Two German tourists killed in an avalanche on Svalbard Thursday were not equipped with electronic devices that could help them be located under the mounds of snow and ice. Both were found and dug out after an hour of searching, but emergency crews later had to declare both dead at the scene.
The two avalanche victims were part of a tour group that set off from the Russian settlement of Barentsburg. Local officials reported there were five tourists in the group and two guides from the Russian tour operator Arctic Travel Company Grumant.
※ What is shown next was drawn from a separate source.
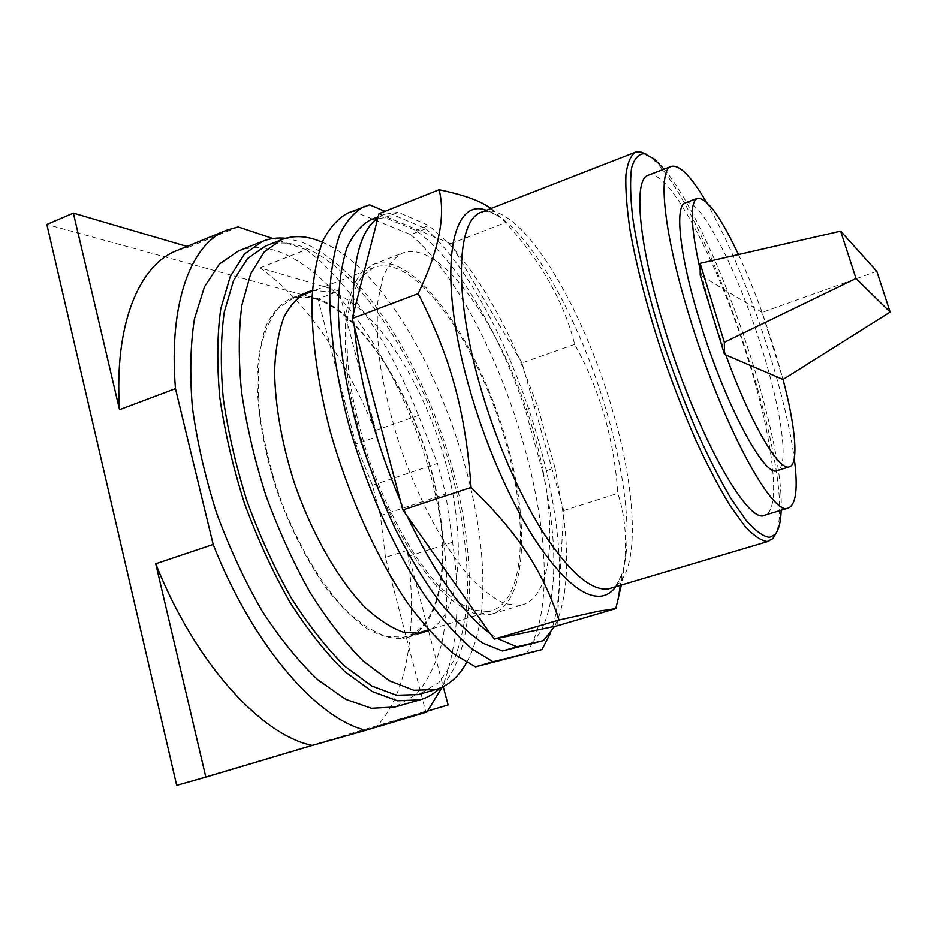 <?xml version="1.0" encoding="UTF-8"?>
<svg xmlns="http://www.w3.org/2000/svg" width="937" height="937" viewBox="0 0 937 937"><rect width="100%" height="100%" fill="white"/><g stroke="black" fill="none" stroke-linecap="round" stroke-linejoin="round"><path stroke-width="0.7" stroke-dasharray="4.68 3.51" d="M427.787 711.007L377.049 726.128C407.935 692.771 417.199 626.712 408.099 556.437L407.326 550.394L443.248 686.622M407.326 550.394L385.447 557.398L425.621 711.312L448.085 704.964M186.978 246.443L188.981 247.028L177.14 250.46M385.447 557.398L380.375 515.608L372.457 485.343L355.849 444.033L377.295 436.56L374.929 430.645C347.416 361.752 305.591 299.91 260.099 267.9L338.913 291.02L377.295 436.56M355.849 444.033L318.006 299.055L338.913 291.02M176.671 785.358L425.621 711.312M318.006 299.055L46.85 224.447M488.435 611.568L473.255 610.139C461.988 605.525 450.018 596.892 437.31 584.243C411.671 555.817 385.728 508.533 367.866 456.061C359.679 429.696 353.565 404.011 349.513 379.04C346.784 355.111 346.268 333.818 347.967 315.172C350.883 298.47 355.627 285.457 362.197 276.122L373.945 267.502C380.457 265.101 387.578 265.265 395.309 267.982C435.459 282.833 482.356 360.241 505.277 440.273C528.433 520.187 525.868 599.457 491.679 610.819L488.435 611.568M372.457 485.343L437.45 463.405L445.719 494.045L452.583 542.254C460.934 600.359 457.467 648.662 442.182 687.149M380.375 515.608L445.719 494.045M426.921 712.026L377.049 726.128M238.185 226.93L188.981 247.028M260.099 267.9L306.165 249.629L272.878 238.513M306.165 249.629C349.981 282.833 390.916 345.776 418.452 415.419L437.45 463.405M315.101 298.833C359.012 311.67 407.818 386.829 429.767 465.759C451.997 544.561 445.497 623.702 406.963 636.328L403.308 637.195L386.501 636.375C374.203 632.217 361.295 624.112 347.768 612.06C320.583 584.829 293.949 538.927 276.462 487.545C268.568 461.683 262.91 436.419 259.526 411.741C257.534 388.047 257.886 366.871 260.58 348.213C264.527 331.429 270.336 318.229 278.02 308.589L291.419 299.407C298.739 296.689 306.633 296.502 315.101 298.833M238.232 251.093C250.179 246.536 263.004 246.478 276.72 250.929C339.194 272.503 403.191 373.676 431.254 477.542C446.762 537.088 451.318 596.225 442.065 642.114C436.232 663.736 427.541 681.234 415.993 694.575L394.945 706.99M403.601 638.32L407.208 637.453C446.012 624.733 452.548 545.088 430.2 465.83C408.122 386.431 359.047 310.791 314.832 297.802C306.282 295.436 298.317 295.623 290.927 298.364C281.393 303.178 273.37 311.752 266.858 324.097C261.435 338.55 258.179 356.201 257.089 377.049C257.265 411.027 263.531 447.933 275.911 487.79C289.72 527.262 306.891 561.263 327.4 589.795C340.986 606.684 354.444 619.79 367.796 629.125C380.762 636.129 392.697 639.198 403.601 638.32M285.574 238.279L300.168 241.57C356.821 262.243 416.028 352.289 446.621 448.729C477.167 545.076 478.936 648.767 440.027 688.086M312.384 290.587L330.632 291.723C373.043 304.748 420.584 377.564 443.47 455.159C466.532 532.638 463.452 611.978 429.064 630.367M265.265 246.185C276.45 241.933 288.502 242.004 301.421 246.396C361.026 267.923 423.231 367.831 451.107 470.105C462.702 514.753 468.125 556.742 467.376 596.084C465.548 620.88 460.981 642.513 453.672 660.995L438.867 682.534L418.968 694.376M322.293 242.203C427.108 286.874 521.862 562.903 466.591 662.447M738.473 254.571C746.66 272.163 754.554 291.454 762.121 312.431L773.529 346.327L783.063 379.462L762.121 312.431L876.809 271.332M762.121 312.431L700.197 275.091M725.847 354.971L712.296 314.563L700.173 269.868M685.392 202.825C700.326 196.77 739.258 274.482 762.367 350.098C781.517 411.038 789.586 467.106 777.218 470.608M706.205 201.865C727.639 238.291 751.837 296.947 769.453 353.565C781.891 393.622 790.172 428.619 794.283 458.568M648.217 175.242C669.393 167.255 719.768 265.932 748.487 360.64C772.451 437.321 782.184 510.056 764.791 515.198M664.146 169.129C714.392 228.359 784.492 432.66 781.189 510.22M646.19 154.183L650.091 156.936C705.666 200.014 798.792 476.488 776.187 533.024M491.269 208.377L505.629 222.549C541.036 261.423 564.062 302.019 574.686 344.347C599.785 389.487 614.168 439.16 617.811 493.377C626.759 520.457 627.931 551.073 621.313 585.203M557.07 625.846L563.758 510.56L522.026 362.947L574.686 344.347M522.026 362.947L450.72 243.714L505.629 222.549M450.72 243.714L378.958 213.706M563.758 510.56L617.811 493.377M555.009 467.844L537.393 405.604L519.086 358.028C499.866 313.661 478.175 277.387 454.012 249.195L447.898 242.531L428.759 225.454L398.284 212.312L384.92 217.607L415.887 230.49C456.717 259.725 499.21 332.506 525.294 409.75L542.781 471.85L555.009 467.844L563.488 515.198C569.227 559.448 567.19 594.515 557.386 620.399L554.61 626.361M377.892 217.876L384.545 214.222L398.284 212.312M353.472 313.508L354.35 326.697M400.556 501.436L407.068 515.982M490.449 633.857L497.219 638.472M537.393 405.604L525.294 409.75M415.887 230.49L428.759 225.454M370.9 219.656L384.92 217.607M542.781 471.85C560.209 548.883 557.866 621.781 529.628 644.644M369.588 204.816L353.425 211.305L410.734 234.613L425.831 228.71L384.92 211.329M425.831 228.71C512.492 306.867 585.73 539.08 550.429 633.131M348.201 212.898L353.425 211.305M410.734 234.613C505.254 316.765 580.659 577.485 525.68 654.295M489.255 614.602L492.405 613.864C527.226 602.292 529.803 521.663 506.308 440.495C483.035 359.211 435.447 280.479 394.547 265.183C386.618 262.36 379.321 262.184 372.657 264.656L360.698 273.428C354.022 282.927 349.196 296.174 346.233 313.169C344.5 332.155 345.027 353.835 347.826 378.208C351.949 403.648 358.192 429.802 366.531 456.659C384.756 510.079 411.191 558.171 437.298 587.019C450.217 599.844 462.398 608.57 473.829 613.22L489.255 614.602M520.012 605.361L505.207 603.756C494.162 598.93 482.344 590.005 469.73 576.969C444.22 547.665 418.054 499.058 399.689 445.239C391.244 418.183 384.826 391.889 380.457 366.332C377.377 341.876 376.522 320.161 377.88 301.187L382.741 277.785C387.789 265.628 394.36 257.394 402.465 253.107C408.825 250.753 415.829 251.069 423.477 254.032C462.948 270.09 509.822 349.653 533.458 431.336C557.292 512.914 556.191 593.578 523.022 604.67L520.012 605.361M452.583 542.254L408.099 556.437M418.452 415.419L374.929 430.645M490.906 208.518L499.726 216.904C484.171 207.487 480.4 213.261 481.7 212.102C487.58 209.947 494.209 210.743 501.588 214.479C539.22 233.407 587.323 322.656 612.47 410.125C637.757 495.228 640.756 579.371 610.737 588.366C616.007 586.55 619.134 581.877 622.063 573.643C632.791 540.497 625.658 476.828 606.918 412.69C582.709 328.571 537.768 242.859 499.726 216.904L492.991 212.91L486.362 210.286M615.632 586.902L622.063 573.643L620.271 585.52M491.679 610.819L428.572 629.816M415.407 633.775L406.963 636.328M373.945 267.502L312.337 291.325M299.512 296.279L291.419 299.407M407.208 637.453L423.911 632.428M290.927 298.364L307.195 292.075M384.545 214.222L378.173 216.752M372.657 264.656L402.465 253.107M492.405 613.864L523.022 604.67"/><path stroke-width="1.41" d="M443.248 686.622L448.085 704.964L427.787 711.007M155.729 563.793C195.458 663.911 261.845 735.463 312.326 745.407L205.835 777.136L155.729 563.793L213.167 544.479C253.119 646.085 317.83 719.358 365.957 730.251L426.921 712.026L442.182 687.149M119.526 409.668L175.465 388.632C168.32 301.702 191.64 243.292 227 230.08L177.14 250.46C139.636 264.574 113.892 323.37 119.526 409.668L73.355 213.109L186.978 246.443M73.355 213.109L46.85 224.447L176.671 785.358L205.835 777.136M312.326 745.407L365.957 730.251M175.465 388.632L213.167 544.479M227 230.08L238.185 226.93L272.878 238.513M394.945 706.99L371.427 708.278L345.577 699.271L317.784 679.735C298.669 661.581 280.058 638.589 261.938 610.76C244.592 580.624 229.436 547.934 216.447 512.703C205.144 476.91 197.121 441.819 192.39 407.443C189.707 374.437 190.375 344.968 194.404 319.037L204.477 286.769L219.445 264.023L238.232 251.093L262.723 241.242C269.915 238.431 277.539 237.436 285.574 238.279M440.027 688.086C434.147 693.731 427.471 697.643 419.987 699.834L397.452 700.806L372.2 691.518L344.933 671.665C326.123 653.276 307.734 630.027 289.767 601.941C272.55 571.523 257.417 538.588 244.37 503.11C232.962 467.094 224.763 431.816 219.773 397.3C216.798 364.188 217.126 334.661 220.769 308.73L230.233 276.532L244.557 253.95L262.723 241.242M429.064 630.367L420.373 633.271L403.777 632.346C391.607 628.095 378.794 619.861 365.348 607.621C338.28 580.003 311.588 533.54 293.89 481.595C281.44 441.585 275.01 404.573 274.576 370.548C275.478 349.688 278.535 332.049 283.759 317.62C290.06 305.321 297.872 296.806 307.195 292.075L312.384 290.587M466.591 662.447C458.931 676.549 448.694 685.568 435.881 689.515L418.265 694.563L396.492 695.254L371.79 686.013L345.144 666.441C326.79 648.369 308.859 625.6 291.36 598.122C274.588 568.384 259.854 536.222 247.169 501.611C236.077 466.474 228.101 432.074 223.264 398.424C220.371 366.133 220.71 337.343 224.271 312.044L233.512 280.631L247.52 258.577L265.265 246.185L281.604 239.626C292.543 235.48 304.373 235.655 317.093 240.165L322.293 242.203M435.881 689.515L413.849 690.253L389.546 680.824L363.24 661.042C345.085 642.817 327.306 619.872 309.913 592.219C293.211 562.317 278.5 529.979 265.78 495.216C254.606 459.938 246.525 425.421 241.512 391.678C238.431 359.316 238.548 330.492 241.863 305.193L250.694 273.815L264.281 251.877L281.604 239.626M724.348 342.286L855.996 278.5L840.63 231.146L700.126 263.356L724.348 342.286L724.5 354.397L700.197 275.091L700.126 263.356M855.996 278.5L890.15 312.091L876.809 271.332L840.63 231.146M890.15 312.091L783.063 379.462L724.5 354.397M700.173 269.868C690.51 225.958 689.597 202.099 697.421 198.316C706.791 197.625 720.471 216.377 738.473 254.571M783.063 379.462C795.466 426.581 799.027 463.991 789.481 466.778C779.338 471.861 750.549 423.383 725.847 354.971M789.481 466.778L777.218 470.608C764.756 478.42 724.184 402.652 699.178 319.142C679.348 254.63 674.488 205.226 685.392 202.825L697.421 198.316M794.283 458.568C798.113 487.943 796.181 504.422 788.486 508.006C772.908 518.255 720.834 421.814 688.648 313.977C663.302 231.228 657.645 169.328 671.325 166.364C679.606 164.561 691.225 176.39 706.205 201.865M788.486 508.006L764.791 515.198C747.808 525.833 694.563 430.376 662.916 323.019C637.956 240.633 633.482 178.616 648.217 175.242L671.325 166.364M781.189 510.22C780.802 522.214 778.706 530.354 774.922 534.64L769.464 537.381C763.21 536.561 755.468 530.963 746.25 520.585L730.86 498.402C719.639 479.264 708.056 456.413 696.109 429.837C684.256 401.668 673.164 372.188 662.822 341.408C648.252 295.378 637.781 252.065 632.721 217.771C630.332 196.77 629.945 180.197 631.561 168.051C634.232 158.658 638.472 153.867 644.293 153.703L653.909 158.728L664.146 169.129M776.187 533.024L772.896 538.634L767.298 541.504C761.172 540.836 753.641 535.659 744.716 525.997L729.794 505.242C718.913 487.275 707.622 465.677 695.91 440.413C684.233 413.533 673.153 385.107 662.67 355.123C647.748 309.995 636.41 266.354 630.062 230.256C626.748 207.791 625.366 189.309 625.916 174.809C627.509 162.862 630.706 155.308 635.509 152.169L640.229 151.794L646.19 154.183M621.313 585.203L615.82 608.605L598.52 611.193L559.002 620.025C542.804 571.5 518.946 533.809 471.053 487.463C465.724 411.648 450.428 356.763 418.171 293.656C438.821 250.53 445.789 215.908 439.09 189.754C458.298 193.725 472.927 198.328 483 203.563L491.269 208.377M377.892 217.876L353.472 313.508C351.914 262.629 360.054 230.76 377.892 217.876L378.958 213.706L439.09 189.754M353.472 313.508L352.195 318.521L418.171 293.656M352.195 318.521L402.805 509.962L471.053 487.463M402.805 509.962L494.162 639.116L559.002 620.025M494.162 639.116L557.07 625.846L615.82 608.605M400.556 501.436C374.905 440.659 359.503 382.413 354.35 326.697M490.449 633.857C462.281 612.657 434.487 573.362 407.068 515.982M516.955 646.788L543.472 640.615L502.537 650.992L516.955 646.788L497.219 638.472M554.61 626.361L543.472 640.615M502.537 650.992L483.281 643.309C469.332 633.986 454.785 620.189 439.64 601.941C424.438 581.268 409.762 557.164 395.613 529.616C382.12 500.592 370.302 470.269 360.171 438.621C346.491 391.139 338.983 345.542 338.21 307.441C338.866 283.618 341.806 263.672 347.018 247.602C353.366 234.004 361.331 224.681 370.9 219.656L378.173 216.752M384.92 211.329L369.588 204.816L348.201 212.898C338.222 218.075 329.765 227.41 322.855 240.879C317.022 256.738 313.38 276.438 311.939 299.969C311.506 337.636 317.702 383.057 330.222 431.184C348.33 495.638 377.096 558.815 408.251 603.932C423.899 624.92 439.242 641.681 454.258 654.213L475.469 666.828L492.967 661.756L472.131 648.966C457.326 636.305 442.17 619.392 426.675 598.263C395.801 552.818 367.081 489.313 348.798 424.625C336.125 376.334 329.672 330.808 329.765 293.105C330.972 269.575 334.357 249.91 339.932 234.098C346.585 220.687 354.772 211.434 364.493 206.363M492.967 661.756L541.937 649.599L475.469 666.828M550.429 633.131L541.937 649.599M768.914 541.199L608.382 588.893C591.47 591.106 570.024 572.776 544.069 533.879C519.227 495.123 494.467 437.684 478.924 381.71C453.168 290.048 457.338 219.047 481.7 212.102L635.509 152.169M486.362 210.286C450.744 196.524 436.865 272.163 468.301 384.275C484.171 441.725 509.693 500.651 535.355 540.262C562.177 579.991 584.36 598.579 601.905 596.037C607.34 595.054 611.908 592.008 615.632 586.902M428.572 629.816L415.407 633.775M312.337 291.325L299.512 296.279M419.987 699.834L394.606 707.095M774.922 534.64L772.896 538.634M644.293 153.703L640.229 151.794M490.906 208.518L489.629 207.311M620.271 585.52L618.127 599.668"/></g></svg>

Tour leader Sergei Tjernikov told Norwegian Broadcasting (NRK) on Friday that the group was snowmobiling around 2:30pm when the avalanche crashed down a steep mountainside along the route he said they use weekly to take tourists to the glacier Fridtjovbreen. Others in the group used search poles and spades to search for the missing Germans, who were finally found around an hour later, before emergency crews arrived by helicopter.
NRK reported that locally bad weather and the helicopter’s inability to land created delays in getting a doctor to the scene until around 5pm, when the victims’ deaths were confirmed. Their bodies were taken to Longyearbyen while the other three tourists, from England and South Africa, were taken back to Barentsburg.
Candles were lit at the Svalbard Church in Longyearbyen to honour the victims in a town that has experienced fatal avalanches as well. The church was open to all, with local pastor Siv Limstrand offering support and condolences.
Svalbard’s top official, Sysselmann Kjerstin Askholt, noted how glacier areas create their own weather systems in the Arctic archipelago. She said that even though the weather was “good” in Longyearbyen, it was “extremely poor” at the glacier. Both tour guides have been called in for questioning on Saturday, while the three tourists would be questioned after the weekend as authorities carried out a routine investigation of the fatal accident.